# Pilots N Paws - New Air Transport for Rescues



## GoldenJoyx'stwo (Feb 25, 2007)

Thank you AG!


----------



## TheHooch (May 9, 2007)

Now there is a grea thought!


----------



## gold'nchocolate (May 31, 2005)

That's a wonderful idea. I remember a show on Animal Planet where someone who volunteered with Greyhound Rescue was also a pilot and she would fly the dogs to their new homes. Her own greyhound would come along for the ride.


----------



## BeauShel (May 20, 2007)

That is a wonderful idea and I hope it really kicks off. They should contact John Travolta to be their spokesperson. He is a bigtime pilot and loves animals.


----------



## gold'nchocolate (May 31, 2005)

I cross posted this info on the _lab-retriever forum.net_ .They are really big in rescue work on that forum.


----------



## Jackson'sMom (Oct 13, 2007)

What an awesome thing to do!


----------



## Ardeagold (Feb 26, 2007)

Just bumping this up just in case somebody hasn't seen it and knows of some Rescues who might be interested!

Cross-post and email away!! 

Also, don't forget they're asking that their brochure be placed in the Pilot's lounge of airports around the country.
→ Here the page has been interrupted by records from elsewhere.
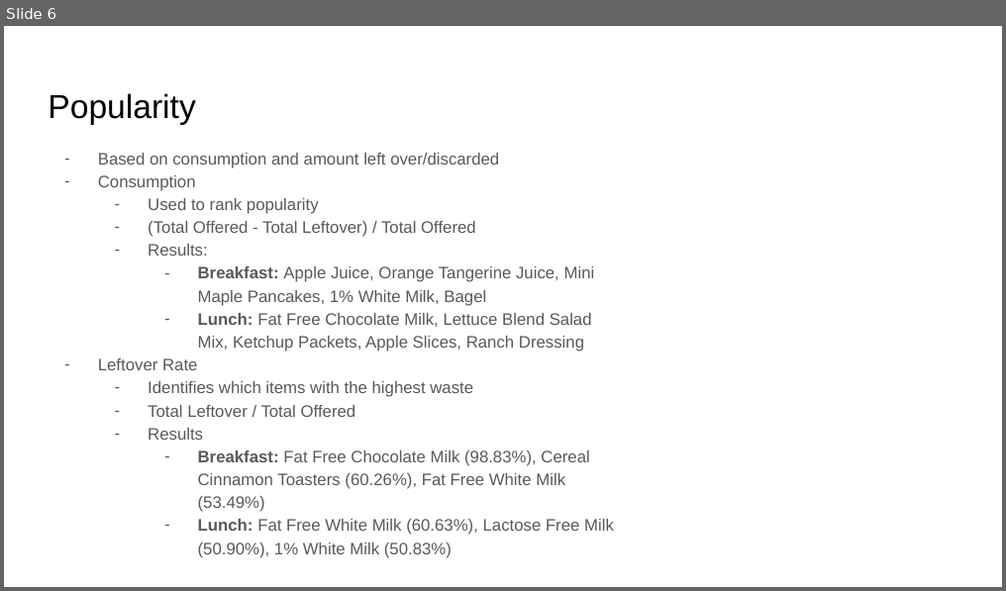
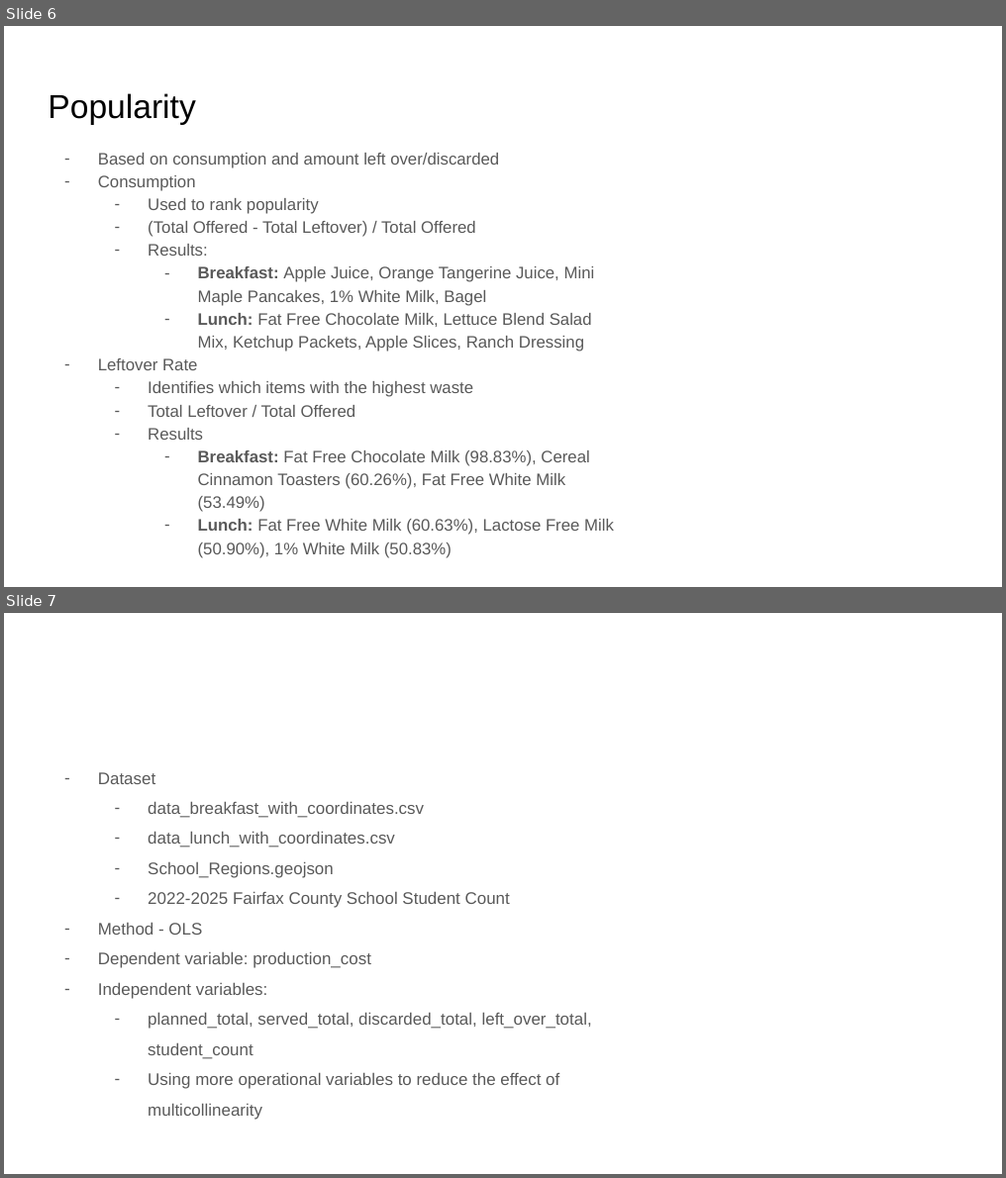
Before and after one commit to JupiK9/fall-2025-group2, a slide deck: presentation/Capstone Final Presentation.pptx. Shown one above the other, each under a label of ours: slide 6 before the commit, slides 6 and 7 after it. The pictures are 1006x591 and 1006x1178 pixels, drawn with LibreOffice and Linux fonts; fonts in the diff are those of the drawing; background and template pictures are left out. Boxes give left, top, right and bottom in pixels: in the first picture for what was removed or moved away, otherwise in the second. Text is boxed around its words. In the diff, an @@ line names an element or a change of style, - is before the commit and + after.

```diff
--- a/presentation/Capstone Final Presentation.pptx
+++ b/presentation/Capstone Final Presentation.pptx
@@ slide 7 added at (4, 613, 1002, 1174), background picture (left out) @@
@@ title added at (38, 631, 979, 714), 32 pt, text #FFFFFF, bold @@
+Regression
@@ text added at (98, 772, 592, 1120), 12.1 pt, text #595959 @@
+– Dataset
+  – data_breakfast_with_coordinates.csv
+  – data_lunch_with_coordinates.csv
+  – School_Regions.geojson
+  – 2022-2025 Fairfax County School Student Count
+– Method - OLS
+– Dependent variable: production_cost
+– Independent variables:
+  – planned_total, served_total, discarded_total, left_over_total, student_count
+  – Using more operational variables to reduce the effect of multicollinearity
```
Also in this commit, not shown: 6 slides changed, 11 other slides added, 5 slides removed.

Email the link at the bottom to get some brochures if you can help spread them around!


----------



## GoldenJoyx'stwo (Feb 25, 2007)

I know someone who has already spoken to them. I'll let you know how it goes.


----------



## Ardeagold (Feb 26, 2007)

Thanks Kimm! And thanks to everyone who's helping to spread the word!


----------